The layoffs will be re-evaluated monthly until July 31. The workers are expected to be back on Aug. 1.

The layoffs include 34 people currently working for the county, plus 10 positions that are currently in the budget but not filled.

The layoffs among current employees will be in the following departments:

  • County Clerk – 5
  • Department of Public Works – 3
  • Department of Social Services – 12
  • District Attorney – 2
  • Mental Health – 1
  • Office for the Aging – 4
  • Personnel & Self Insurance – 1
  • Probation – 4
  • Sheriff’s Department – 2

The layoffs are spread over nine departments, and includes workers in the unions for CSEA and the Orleans County Sheriff’s Employees Association, as well as from management, said Jack Welch, the county’s chief administrative officer.
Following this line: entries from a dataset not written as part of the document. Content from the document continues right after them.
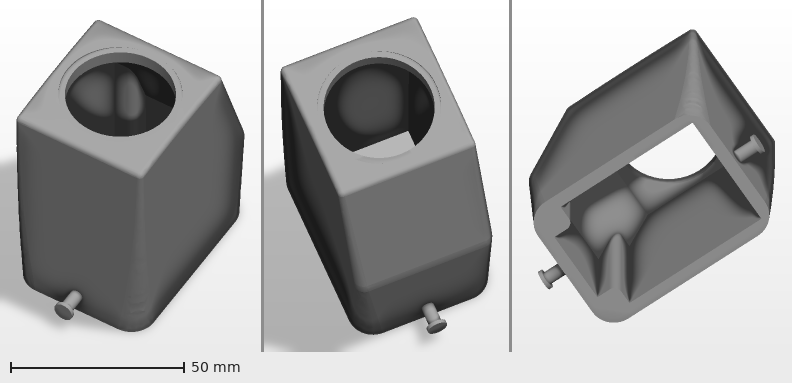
import cadquery as cq
import math

width = 43.0
base_half_depth = 30.1
height = 72.0
front_lean = 0.8
knee_y = 29.7
knee_z = 32.8
knee_low = 31.35
knee_high = 34.2
slope_top_y = 15.2

base_radius = 7.5
top_radius = 1.5
knee_radius = 3.0
top_edge_radius = 1.4

crown_radius = 307.5
entry_y = -5.9
entry_radius = 16.05
seat_radius = 17.9
seat_flat_offset = 17.4

wall = 3.75
roof = 4.9

pillar_inner_x = 11.1
pillar_front_y = 19.65
pillar_edge_radius = 2.4

pin_span = 75.0
pin_radius = 1.95
pin_head_radius = 3.0
pin_head_length = 1.1
pin_z = 6.3


def blend(start, end, fraction):
    return start + (end - start) * fraction


def front_y(z):
    return -base_half_depth + front_lean * z / height


def wall_line_y(z):
    return blend(base_half_depth, knee_y, z / knee_z)


def slope_line_y(z):
    return blend(knee_y, slope_top_y, (z - knee_z) / (height - knee_z))


def rear_y(z):
    """Rear profile: upright wall, parabolic blend at the knee, straight slope."""
    if z <= knee_low:
        return wall_line_y(z)
    if z >= knee_high:
        return slope_line_y(z)
    t = (z - knee_low) / (knee_high - knee_low)
    low = wall_line_y(knee_low)
    high = slope_line_y(knee_high)
    return (1 - t) ** 2 * low + 2 * t * (1 - t) * knee_y + t**2 * high


def front_radius(z):
    return top_radius + (base_radius - top_radius) * (1 - z / height) ** 2


def rear_radius(z):
    if z <= knee_z:
        return blend(base_radius, knee_radius, z / knee_z)
    return blend(knee_radius, top_radius, (z - knee_z) / (height - knee_z))


def section(z, half, wall_y, radius, far_y):
    """Horizontal outline with rounded corners at wall_y and square corners at far_y."""
    inward = math.copysign(1, far_y - wall_y)
    bow = radius * (1 - math.sqrt(0.5))
    outline = (
        cq.Workplane("XY", origin=(0, 0, z))
        .moveTo(-half + radius, wall_y)
        .lineTo(half - radius, wall_y)
        .threePointArc((half - bow, wall_y + inward * bow), (half, wall_y + inward * radius))
        .lineTo(half, far_y)
        .lineTo(-half, far_y)
        .lineTo(-half, wall_y + inward * radius)
        .threePointArc((-half + bow, wall_y + inward * bow), (-half + radius, wall_y))
        .close()
    )
    return outline.val()


def loft_between(bottom, top, wall_at, radius_at, far_y):
    """Smooth loft of one rounded wall, with its square side out at far_y."""
    levels = (bottom, (bottom + top) / 2, top)
    wires = [section(z, width / 2, wall_at(z), radius_at(z), far_y) for z in levels]
    return cq.Workplane(cq.Solid.makeLoft(wires))


def tapered_body():
    beyond = base_half_depth + wall
    front = loft_between(0, height, front_y, front_radius, beyond)
    levels = (0, knee_low, knee_high, height)
    rear = cq.Workplane()
    for low, high in zip(levels, levels[1:]):
        rear = rear.add(loft_between(low, high, rear_y, rear_radius, -beyond))
    return front.intersect(rear.combine())


def crown():
    return (
        cq.Workplane("YZ", origin=(-width, 0, 0))
        .center(entry_y, height - crown_radius)
        .circle(crown_radius)
        .extrude(2 * width)
    )


def outer_body():
    body = tapered_body().intersect(crown())
    return body.faces(">Z").edges().fillet(top_edge_radius)


def cavity():
    """Square-cornered space that follows the front wall, the rear wall and the slope."""
    ceiling = height - roof
    outline = [
        (front_y(0) + wall, 0),
        (front_y(ceiling) + wall, ceiling),
        (slope_line_y(ceiling) - wall, ceiling),
        (knee_y - wall, knee_z),
        (wall_line_y(0) - wall, 0),
    ]
    space = cq.Workplane("YZ").polyline(outline).close().extrude(width / 2 - wall, both=True)
    return space.cut(pillar(1)).cut(pillar(-1))


def pillar(side):
    """Full-height corner block with a rounded inner edge; side is +1 or -1 along X."""
    size_x = width / 2 - pillar_inner_x
    size_y = base_half_depth - pillar_front_y
    block = (
        cq.Workplane("XY")
        .center(side * (pillar_inner_x + size_x / 2), pillar_front_y + size_y / 2)
        .rect(size_x, size_y)
        .extrude(height)
    )
    inner_edge = "<X" if side > 0 else ">X"
    return block.faces(inner_edge).edges("<Y").fillet(pillar_edge_radius)


def vertical_cylinder(radius, bottom):
    return cq.Workplane("XY", origin=(0, entry_y, bottom)).circle(radius).extrude(height)


def pin(side):
    """Headed pin reaching outwards from the middle of the wall; side is +1 rear, -1 front."""
    start = base_half_depth - wall / 2
    tip = pin_span / 2
    axis = cq.Vector(0, side, 0)
    shank = cq.Solid.makeCylinder(pin_radius, tip - start, cq.Vector(0, side * start, pin_z), axis)
    head_start = cq.Vector(0, side * (tip - pin_head_length), pin_z)
    head = cq.Solid.makeCylinder(pin_head_radius, pin_head_length, head_start, axis)
    return cq.Workplane(shank).union(cq.Workplane(head))


seat_z = height - crown_radius + math.sqrt(crown_radius**2 - seat_flat_offset**2)

result = outer_body().cut(cavity())
result = result.cut(vertical_cylinder(seat_radius, seat_z))
result = result.cut(vertical_cylinder(entry_radius, height - 2 * roof))
for side in (-1, 1):
    result = result.union(pin(side))

“We anticipate the savings from the temporary layoffs and from the vacant positions to be approximately $150,000 per month,” Welch said.

The county expects it will face steep revenue decreases in sales tax, and state reimbursements, plus likely higher costs for pension funding due to a stock market in decline.

The county annually receives about $17 million in sales tax. March was down 9 percent and that’s only with nonessential businesses closed for about two weeks.

Early projections from the state comptroller estimated the county would take a minimal hit of about $559,000. That estimate for the minimal decrease has since been doubled to about $1.1 million. And that’s on the low side. The county could see a bigger loss.

Welch said the county needed to take quick action to reduce costs.

“We are very appreciative of our unions and of our employees working together in these very challenging times,” Welch said. “We look forward to each of these 34 employees returning to our workforce by August 1, 2020.”